According to the Medicare Payment Advisory Commission’s most recent report, last year Medicare spent over $229 billion on inpatient hospital and post-acute care for Medicare beneficiaries. This represents 43 percent of total Medicare spending.
Meanwhile, the population of Medicare beneficiaries is exploding. Last year the first baby boomer became eligible for Medicare. By 2031, it is projected that 80 million people will be Medicare eligible. As these retirees enroll in Medicare, government spending will mushroom.
As most health care providers will tell you, in addition to an aging population, we face a growing number of patients with chronic illnesses, such as diabetes or heart disease. These patients are sicker and more expensive to treat. And while providers are doing their best to manage these patients, too often our health care system is not structured for easily coordinated care.
Currently, we have a system of silos. Patients are seen in a variety of settings — doctors’ offices, hospitals, or nursing homes — and it is not uncommon for a health care provider to have an incomplete picture of all the care a patient is receiving.
Furthermore, our fee-for-service system provides little financial incentive to manage care properly. Instead, the incentive is to increase the volume of services. Reducing costs will require that patients receive the right care, in the right place, at the right time. Increasingly, it is private payers — on behalf of employers — who pressure providers to reduce costs, providing better care and better health outcomes.
Patients deserve and demand better care. In my own state of Utah, we are privileged to have some of the nation’s best, most efficient health care providers. But not all providers are created equal. Much of our health care system is fragmented, and often the right hand does not know what the left hand is doing. Unfortunately, the patient is caught in the middle with very little coordinated care. We know from our witnesses today, as well as other health care leaders that there is a needed focus on care transitions. Many errors can be avoided when health care providers keep this focus.
Of late, much attention has been focused on the Center for Medicare and Medicaid Innovation — CMMI — and the flourish of activity it has created. Like many of my colleagues, I remain concerned that CMMI has an enormous budget and very little accountability. It is more than a little ironic that an organization touting quick, innovative change and efficiency took over five months to respond to my request for very basic information on its strategic plan and an accounting of how it is spending $10 billion of taxpayer money.
In addition to continued oversight of CMMI, I intend to ensure that the pilots and programs they develop actually work for our seniors. For example, when CMMI unveiled the Accountable Care Organization — or ACO — pilot, most providers felt it simply would not work, was unnecessarily burdensome, and did nothing to advance the cause of higher quality, lower cost, more efficient care.

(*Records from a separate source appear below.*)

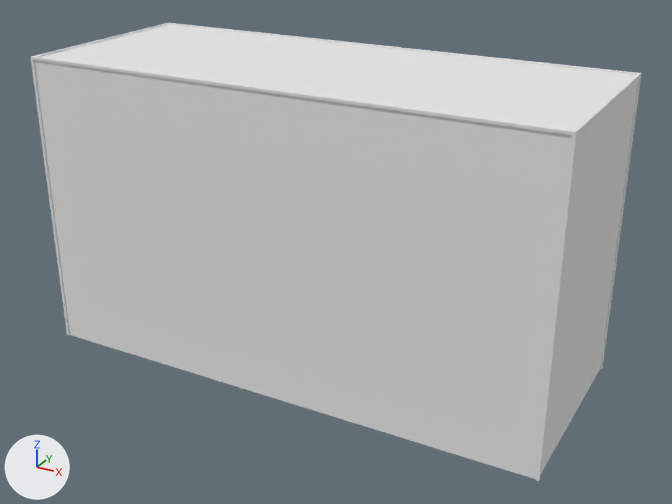
What one commit did to the Blender file Assets/Meshes/Buildings/FullBuildings/BackgroundBuilding05.blend.
Both versions are drawn from a 50 mm lens placed at (80.1, -141.6, 92.8), pointed at (3.0, -1.4, 22.7). Lighting does not change. The marker at lower left points along +X, +Y and +Z.
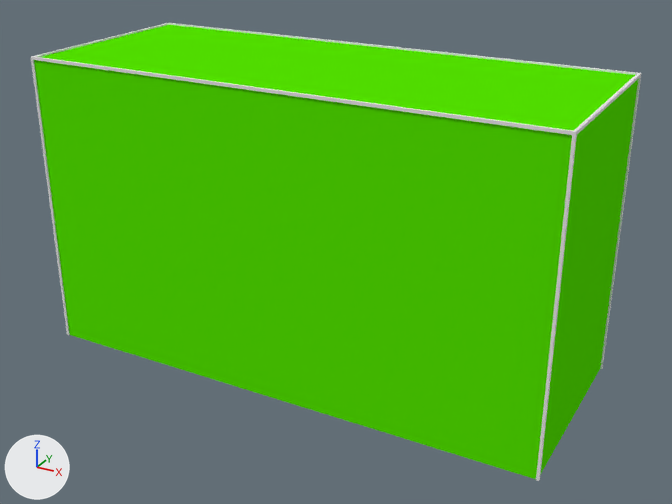
The change, as JSON lines over the scene's bpy script:
```json
{"op": "add", "block": "mat_material_001", "code": ["mat_material_001 = diffuse_material('Material.001')", "mat_material_001.base_color = (0.0889, 0.8, 0.0)  # green #54e700"]}
{"block": "me_cube", "where": "me_cube.from_pydata(...)  # 52 vertices, 37 faces; spans x -50.0..50.0, y -20.0..20.0, z 0.0..57.3"}
{"block": "me_cube", "where": "# used by ob_cube; location = (0.0, 0.0, 0.0)"}
{"block": "me_cube", "change": "me_cube part 1: the 1 face centred in x -0.1, y -19.7, z 28.5 switches from mat_material (white #e7e7e7) to mat_material_001 (green #54e700)"}
{"block": "me_cube", "change": "me_cube part 2: the 1 face centred in x 0.0, y 0.0, z 57.0 switches from mat_material (white #e7e7e7) to mat_material_001 (green #54e700)"}
{"block": "me_cube", "change": "me_cube part 3: the 1 face centred in x 49.7, y 0.0, z 28.5 switches from mat_material (white #e7e7e7) to mat_material_001 (green #54e700)"}
{"op": "add", "block": "me_cube", "code": "me_cube.materials.append(mat_material_001)  # green #54e700"}
```

Where the change shows, as pixel boxes (x1, y1, x2, y2) in the pictures (672 x 504 px):
```json
{"part": 1, "of": "me_cube", "change": "recoloured", "before": [34, 60, 572, 479], "after": [34, 60, 572, 479], "on screen": "white to green"}
{"part": 2, "of": "me_cube", "change": "recoloured", "before": [41, 25, 635, 131], "after": [41, 25, 635, 131], "on screen": "white to green"}
{"part": 3, "of": "me_cube", "change": "recoloured", "before": [540, 79, 638, 475], "after": [540, 79, 638, 475], "on screen": "white to green"}
```
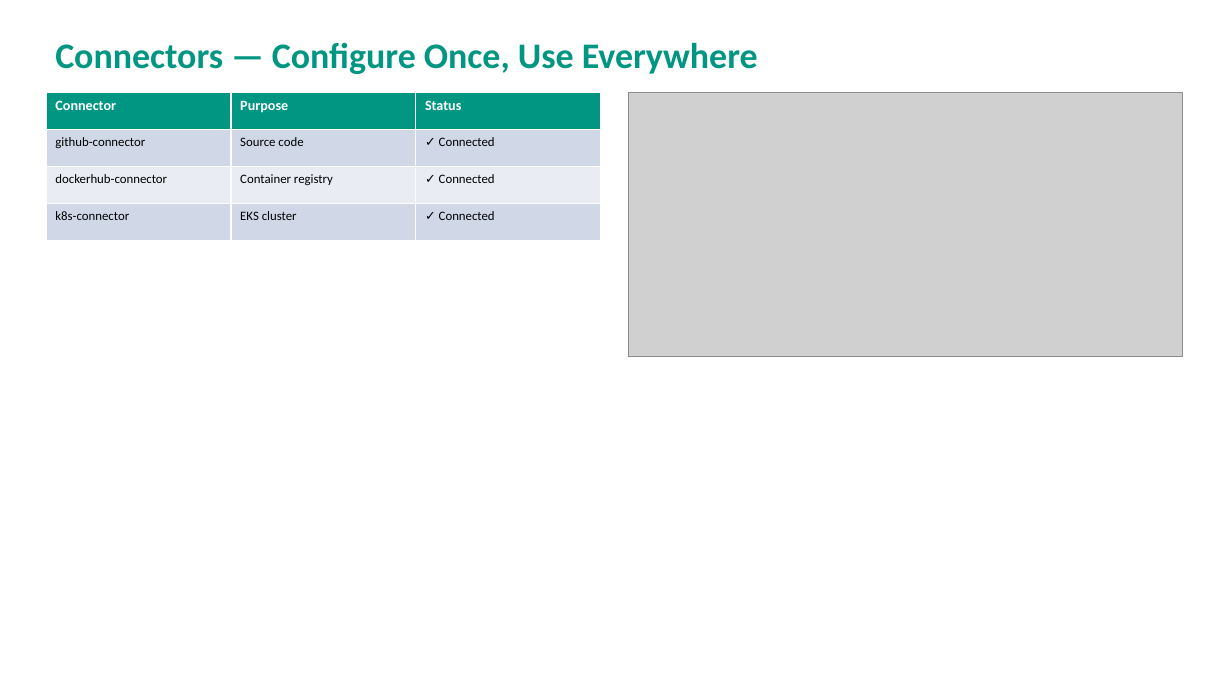
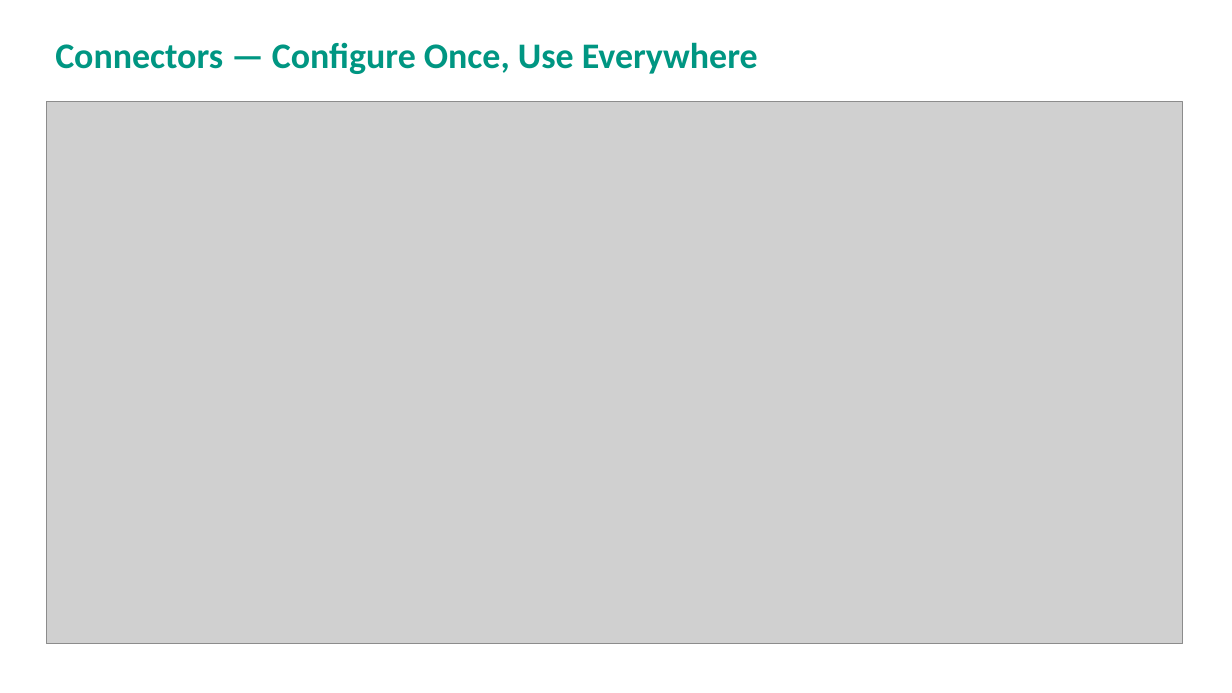
Before and after one commit to aashime/harness-ci-lab, a slide deck: slide 6 of Harness_Lab_Presentation.pptx. Drawn at 1232x693 pixels with LibreOffice and Linux fonts; fonts in the diff are those of the drawing; grey boxes stand for pictures. Boxes give left, top, right and bottom in pixels: in the first picture for what was removed or moved away, otherwise in the second. Text is boxed around its words. In the diff, an @@ line names an element or a change of style, - is before the commit and + after.

Commit message:
Add PowerPoint presentation with embedded screenshots

```diff
--- a/Harness_Lab_Presentation.pptx
+++ b/Harness_Lab_Presentation.pptx
@@ picture: place and size @@
-picture at box(628, 92, 1183, 357)
+picture at box(46, 102, 1183, 644)
@@ table removed at box(46, 92, 601, 240), 4 rows, 3 columns @@
-Connector | Purpose | Status
-github-connector | Source code | ✓ Connected
-dockerhub-connector | Container registry | ✓ Connected
-k8s-connector | EKS cluster | ✓ Connected
```
Also in this commit, not shown: 3 other slides changed.
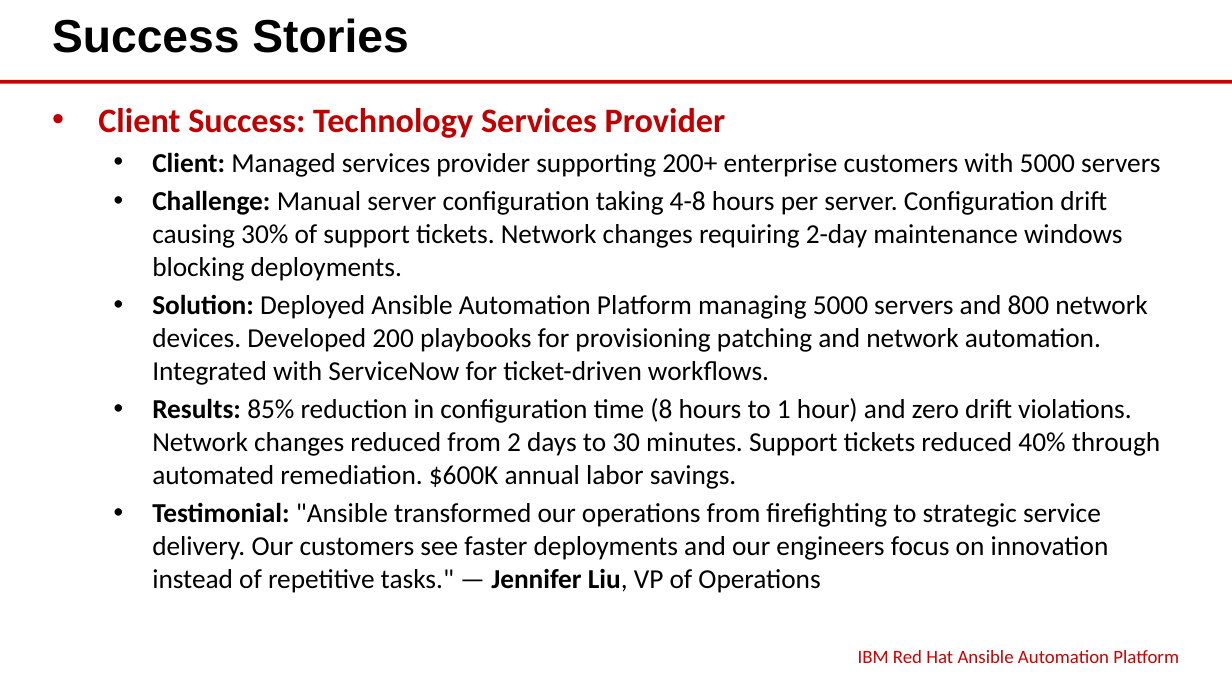
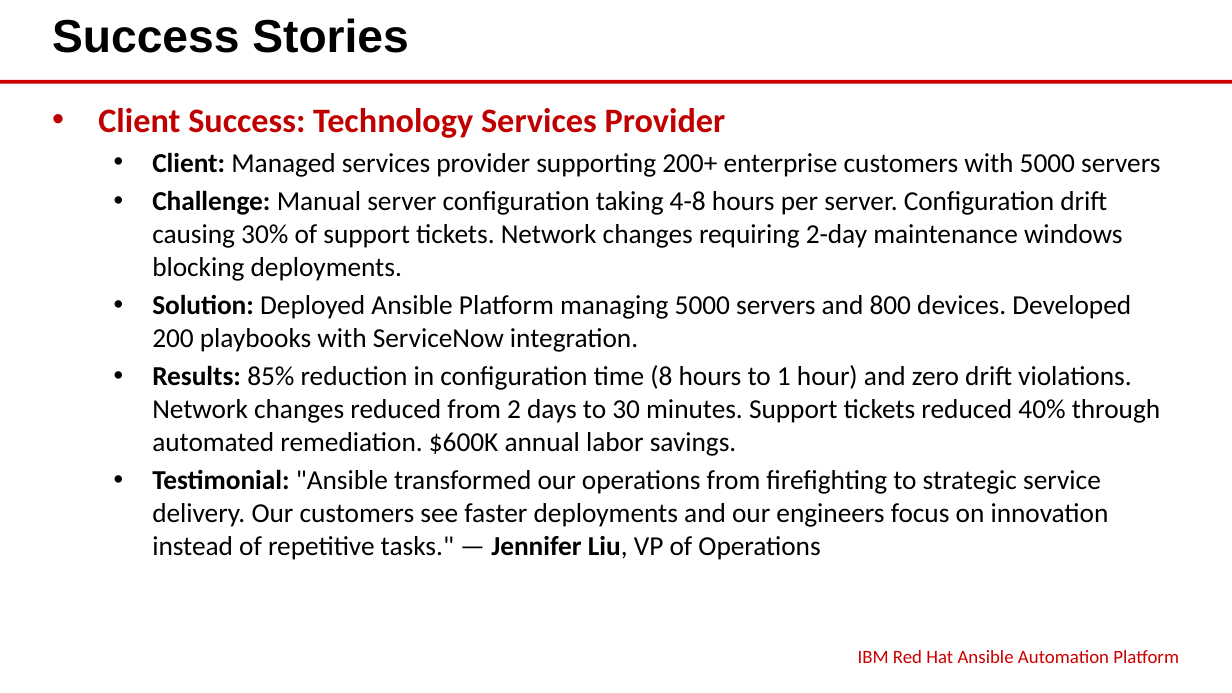
Before and after one commit to eoframework/solutions, a slide deck: slide 7 of solutions/ibm/devops/ansible-automation-platform/presales/solution-briefing.pptx. Drawn at 1232x693 pixels with LibreOffice and Linux fonts; fonts in the diff are those of the drawing. Boxes give left, top, right and bottom in pixels: in the first picture for what was removed or moved away, otherwise in the second. Text is boxed around its words. In the diff, an @@ line names an element or a change of style, - is before the commit and + after.

Commit message:
Fix IBM solution briefing content lengths per guidelines
Applied content length guidelines following AWS IDP format:

Success Story Slide:
- Client: Reduced to <10 words
  * OpenShift: 'Global bank with 200 developers across 15 countries' (9 words)
  * Ansible: 'Managed services provider supporting 200+ enterprise customers with 5000 servers' (10 words)

- Solution: Reduced to <20 words
  * OpenShift: 'Deployed OpenShift on VMware with GitOps workflows and developer self-service portal. Migrated 50 applications to containers.' (18 words)
  * Ansible: 'Deployed Ansible Platform managing 5000 servers and 800 devices. Developed 200 playbooks with ServiceNow integration.' (17 words)

- Challenge: Already <40 words ✓
- Results: Already <40 words ✓
- Testimonial: Already <50 words ✓

Solution Overview Slide:
- Each of 2 main items has max 3 sub-items ✓
- OpenShift: Container Platform (3), Developer Tools (3), Observability (3)
- Ansible: Automation Controller (3), Execution Infrastructure (3), Automation Content (3)

Implementation Approach Slide:
- Each phase has max 3 sub-items ✓
- All phases have exactly 3 bullet points

Investment Summary Slide:
- Tables fully populated with all cost categories ✓
- Data sourced from infrastructure-costs.csv and level-of-effort-estimate.csv

Regenerated and validated both solution briefing PPTX files successfully.

```diff
--- a/solutions/ibm/devops/ansible-automation-platform/presales/solution-briefing.pptx
+++ b/solutions/ibm/devops/ansible-automation-platform/presales/solution-briefing.pptx
@@ text at [152, 294, 1131, 352]: text changed @@
-  • Solution: Deployed Ansible Automation Platform managing 5000 servers and 800 network devices. Developed 200 playbooks for provisioning patching and network automation. Integrated with ServiceNow for ticket-driven workflows.
+  • Solution: Deployed Ansible Platform managing 5000 servers and 800 devices. Developed 200 playbooks with ServiceNow integration.
```
Also in this commit, not shown: 3 other files.
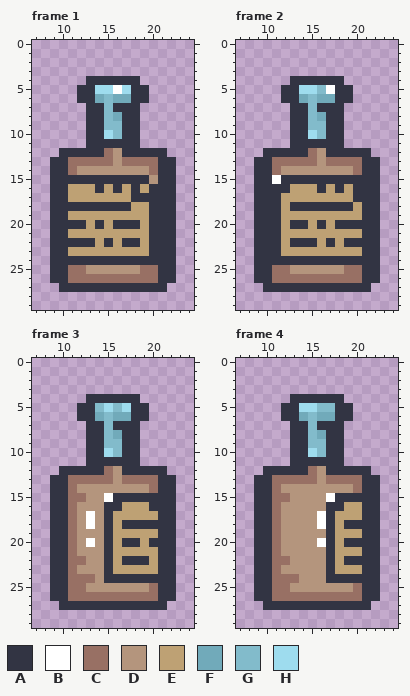
Two versions of one pixel-art file, assets/rum.aseprite. This is how it looked before the edit.
32x32 pixels, 10 frames. Shown: frame 1: x 7..24, y 0..29; frame 2: x 7..24, y 0..29; frame 3: x 7..24, y 0..29; frame 4: x 7..24, y 0..29. The commit also changed other frames, which this record leaves out.
Palette (. is transparent): A #323443  B #ffffff  C #987064  D #b4957d  E #bea174  F #71aaba  G #82bbcb  H #9edcee
Pixels before, frame 1, first column x 9:
 4 ....AAAAAA....
 5 ...AAHHBHAA...
 6 ...AAFGFFAA...
 7 ....AAGAAA....
 8 ....AAGFAA....
 9 ....AAGGAA....
10 ....AAHGAA....
11 ....AAAAAA....
12 .AAAAACDAAAAA.
13 AACCCCCDCCCCAA
14 AACDDDDDDDDCAA
15 AAAAAAAAAAADAA
16 AAEEEAEAEAEAAA
17 AAEEEEEEEAAAAA
18 AAAAAAAAAEEAAA
19 AAEEEEEEEEEAAA
20 AAAAEAEAAAEAAA
21 AAEEEEEEEEEAAA
22 AAAAAEAEAAEAAA
23 AAEEEEEEEEEAAA
24 AAAAAAAAAAAAAA
25 AACCDDDDDDCCAA
26 AACCCCCCCCCCAA
27 .AAAAAAAAAAAA.
Pixels before, frame 2, first column x 9:
 4 ....AAAAAA....
 5 ...AAHHGBAA...
 6 ...AAFGFFAA...
 7 ....AAGAAA....
 8 ....AAGFAA....
 9 ....AAGGAA....
10 ....AAHGAA....
11 ....AAAAAA....
12 .AAAAACDAAAAA.
13 AACCCCCDCCCCAA
14 AACDDDDDDDDCAA
15 AABAAAAAAAAAAA
16 AAAAEEEAEAEAAA
17 AAAEEEEEEEEAAA
18 AAAEAAAAAAAEAA
19 AAAEEEEEEEEEAA
20 AAAEAAEAEAAAAA
21 AAAEEEEEEEEEAA
22 AAAEAAAEAEAAAA
23 AAAEEEEEEEEEAA
24 AAAAAAAAAAAAAA
25 AACCDDDDDDCCAA
26 AACCCCCCCCCCAA
27 .AAAAAAAAAAAA.
Pixels before, frame 3, first column x 9:
 4 ....AAAAAA....
 5 ...AAGHGHAA...
 6 ...AAFGFFAA...
 7 ....AAGAAA....
 8 ....AAGFAA....
 9 ....AAGGAA....
10 ....AAHGAA....
11 ....AAAAAA....
12 .AAAAACDAAAAA.
13 AACCCCCDCCCCAA
14 AACDDDDDDDDCAA
15 AACCDDBAAAAAAA
16 AACDDDAAEEEAAA
17 AACDBDAEEEEEAA
18 AACDBDAEAAAAAA
19 AACDDDAEEEEEAA
20 AACDBDAEAAEAAA
21 AACDDDAEEEEEAA
22 AACCDDAEAAAEAA
23 AACDDDAEEEEEAA
24 AACCCDAAAAAAAA
25 AACCDDDDDDDCAA
26 AACCCCCCCCCCAA
27 .AAAAAAAAAAAA.
Pixels before, frame 4, first column x 9:
 4 ....AAAAAA....
 5 ...AAHHGGAA...
 6 ...AAFGFFAA...
 7 ....AAGAAA....
 8 ....AAGFAA....
 9 ....AAGGAA....
10 ....AAHGAA....
11 ....AAAAAA....
12 .AAAAACDAAAAA.
13 AACCCCCDCCCCAA
14 AACDDDDDDDDCAA
15 AACCDDDDBAAAAA
16 AACDDDDDAAEEAA
17 AACDDDDBAEEEAA
18 AACDDDDBAEAAAA
19 AACDDDDDAEEEAA
20 AACDDDDBAEAAAA
21 AACDDDDDAEEEAA
22 AACCDDDDAEAAAA
23 AACDDDDDAEEEAA
24 AACCCDDDAAAAAA
25 AACCDDDDDDDCAA
26 AACCCCCCCCCCAA
27 .AAAAAAAAAAAA.
The result:
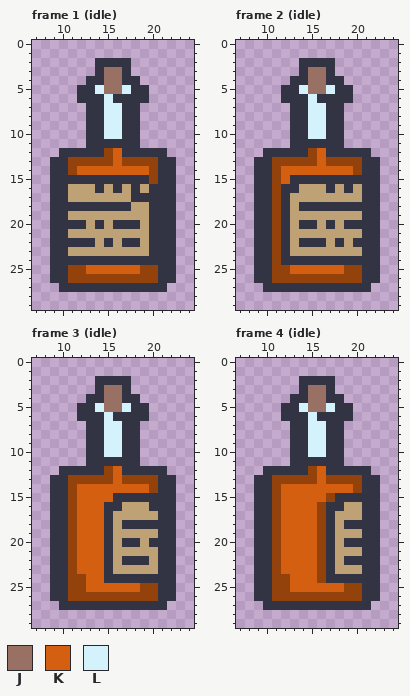
Colours new in this view: J #987064  K #d45f10  L #d3f2fb
Changes in this commit:
colour C: #987064 -> #93420b
Frame 1 (idle):
y 2: x 14..17 .... -> AAAA
y 3: x 14..17 .... -> AJJA
y 4: x 15..16 AA -> JJ
y 5: x 14..17 HHBH -> LJJL
y 6: x 14..17 FGFF -> ALAA
y 7: x 15..16 GA -> LL
y 8: x 15..16 GF -> LL
y 9: x 15..16 GG -> LL
y 10: x 15..16 HG -> LL
y 12..13: x 16 D -> K
y 14: x 12..19 DDDDDDDD -> KKKKKKKK
y 15: x 20 D -> C
y 25: x 13..18 DDDDDD -> KKKKKK
Frame 2 (idle):
y 2: x 14..17 .... -> AAAA
y 3: x 14..17 .... -> AJJA
y 4: x 15..16 AA -> JJ
y 5: x 14..17 HHGB -> LJJL
y 6: x 14..17 FGFF -> ALAA
y 7: x 15..16 GA -> LL
y 8: x 15..16 GF -> LL
y 9: x 15..16 GG -> LL
y 10: x 15..16 HG -> LL
y 12..13: x 16 D -> K
y 14: x 12..19 DDDDDDDD -> KKKKKKKK
y 15: x 11..12 BA -> CK
y 16: x 11 A -> C; x 13 E -> A; x 16..20 AEAEA -> EAEAE
y 17: x 11..12 AE -> CA; x 20 A -> E
y 18: x 11..13 AEA -> CAE; x 20 E -> A
y 19: x 11..12 AE -> CA
y 20: x 11..13 AEA -> CAE; x 15..18 EAEA -> AEAE
y 21: x 11..12 AE -> CA
y 22: x 11..13 AEA -> CAE; x 16..19 EAEA -> AEAE
y 23: x 11..12 AE -> CA
y 24: x 11 A -> C
y 25: x 13..18 DDDDDD -> KKKKKK
Frame 3 (idle):
y 2: x 14..17 .... -> AAAA
y 3: x 14..17 .... -> AJJA
y 4: x 15..16 AA -> JJ
y 5: x 14..17 GHGH -> LJJL
y 6: x 14..17 FGFF -> ALAA
y 7: x 15..16 GA -> LL
y 8: x 15..16 GF -> LL
y 9: x 15..16 GG -> LL
y 10: x 15..16 HG -> LL
y 12..13: x 16 D -> K
y 14: x 12..19 DDDDDDDD -> KKKKKKKK
y 15: x 12..15 CDDB -> KKKK
y 16: x 12..14 DDD -> KKK
y 17..18: x 12..14 DBD -> KKK
y 19: x 12..14 DDD -> KKK
y 20: x 12..14 DBD -> KKK
y 21: x 12..14 DDD -> KKK
y 22: x 12..14 CDD -> KKK
y 23: x 12..14 DDD -> KKK
y 24: x 13..14 CD -> KK
y 25: x 13..19 DDDDDDD -> KKKKKKC
Frame 4 (idle):
y 2: x 14..17 .... -> AAAA
y 3: x 14..17 .... -> AJJA
y 4: x 15..16 AA -> JJ
y 5: x 14..17 HHGG -> LJJL
y 6: x 14..17 FGFF -> ALAA
y 7: x 15..16 GA -> LL
y 8: x 15..16 GF -> LL
y 9: x 15..16 GG -> LL
y 10: x 15..16 HG -> LL
y 12..13: x 16 D -> K
y 14: x 12..19 DDDDDDDD -> KKKKKKKK
y 15: x 12..17 CDDDDB -> KKKKKC
y 16: x 12..16 DDDDD -> KKKKC
y 17..18: x 12..16 DDDDB -> KKKKC
y 19: x 12..16 DDDDD -> KKKKC
y 20: x 12..16 DDDDB -> KKKKC
y 21: x 12..16 DDDDD -> KKKKC
y 22: x 12..16 CDDDD -> KKKKC
y 23: x 12..16 DDDDD -> KKKKC
y 24: x 13..16 CDDD -> KKKC
y 25: x 13..19 DDDDDDD -> KKKKKKC

Many of our witnesses today have very interesting stories to tell about how they are transforming care within their communities. They identified a problem, knew a solution was needed, and did not wait for the government to tell them how to best fix the problem. Innovations happen in every community and in all sizes, and no one knows better the needs of a community, than the caregivers on the ground. I know this is not easy and often takes years to develop, but I congratulate all of you for the great work that you are doing every day.
I look forward to hearing from our witnesses and learning about how others can hopefully adopt some of these great ideas and achieve positive results in their own communities.